これらの点を考慮して、ステート アクションと遷移条件を指定します。

  1. 動作モードがある場合は、動作モードを表すステートを作成します。ステートを使用した動作モードの表現を参照してください。

  2. 適切な構文を使用するステートのラベルを追加して、ステート アクションを実装します。ステート アクション タイプを参照してください。

  3. フロー チャートのステート間または分岐間に、フロー ロジックの方向を表す遷移を作成します。動作モード間の遷移を参照してください。

  4. 適切な構文を使用する遷移ラベルを追加して、遷移条件を実装します。遷移アクション タイプを参照してください。

状態変数を保管する永続データの定義

チャートにステート アクションと遷移条件を追加したら、状態変数を保管するためにローカル データまたは永続データがチャートに必要かどうかを判断します。必要な場合は、以下の手順に従います。

  1. チャート階層の適切なレベルにローカル データを追加します。Stateflow データの追加を参照してください。

    シンボル ウィザードを使用してチャートにデータを追加することもできます。シンボル ウィザードを使用したシンボルの解決を参照してください。

  2. 種類、サイズ、実数/複素数などのデータ プロパティを指定します。データ プロパティの設定を参照してください。

関数呼び出しによるステート アクションと遷移条件の簡略化

ステート アクションと遷移条件が複雑なために、ステートや遷移上のインラインで定義できないことがあります。この場合は、以下の種類の Stateflow 関数のいずれかを使用してアクションや条件を表現します。

  • フローチャート — if-then-else、switch-case、for、while、または do-while のパターンを含むフローチャートをカプセル化します。

  • MATLAB — 行列指向アルゴリズムを作成します。データ解析と可視化のための MATLAB 関数を呼び出します。

  • Simulink — Simulink の Function-Call Subsystem を直接呼び出して設計を合理化し、読みやすくします。

  • 真理値表 — 故障検出やモード切り替えなどの論理判定アプリケーションのために、組み合わせ論理を表現します。

ステート アクションや遷移条件での計算の種類に対し最も自然な関数形式を使用します。

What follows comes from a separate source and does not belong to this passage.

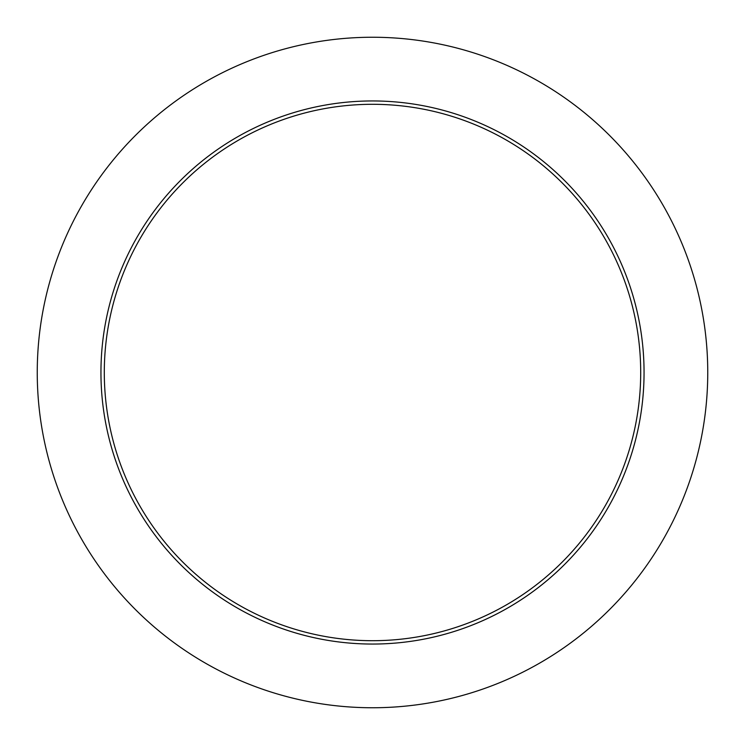 <?xml version="1.0" encoding="UTF-8"?>
<svg xmlns="http://www.w3.org/2000/svg" width="745" height="745" viewBox="0 0 745 745"><rect width="100%" height="100%" fill="white"/><g stroke="black" fill="none" stroke-linecap="round" stroke-linejoin="round"><path stroke-width="1.12" d="M640.7 372.5A268.2 268.2 0 0 0 372.5 104.3A268.2 268.2 0 0 0 104.3 372.5A268.2 268.2 0 0 0 372.5 640.7A268.2 268.2 0 0 0 640.7 372.5M707.75 372.5A335.25 335.25 0 0 0 372.5 37.25A335.25 335.25 0 0 0 37.25 372.5A335.25 335.25 0 0 0 372.5 707.75A335.25 335.25 0 0 0 707.75 372.5M644.053 372.5A271.553 271.553 0 0 1 372.5 644.053A271.553 271.553 0 0 1 100.948 372.5A271.553 271.553 0 0 1 372.5 100.948A271.553 271.553 0 0 1 644.053 372.5"/></g></svg>

これら 4 種類の関数の詳細は、以下を参照してください。

4 種類の Stateflow 関数が使用できない場合は、独自の C または C++ コードを作成して、チャートに統合できます。カスタム コードの統合の詳細は、Stateflow チャートでのカスタム C コードの再利用を参照してください。

システムの表現が完全であることの確認

Stateflow チャートにより、システムの論理コンポーネントやイベントドリブン コンポーネントが完全に表現されていることを確認します。

  • 表現されている場合、作業はこれで完了です。

  • 表現されていない場合は、別のチャートを作成したり、現在のチャートに階層を追加したりできます。

    • 新しいチャートを作成するには、この基本ワークフローのすべての手順を繰り返します。

    • 階層を追加するには、現在のチャートの下位レベルにおいて、最後の 3 つの手順を繰り返します。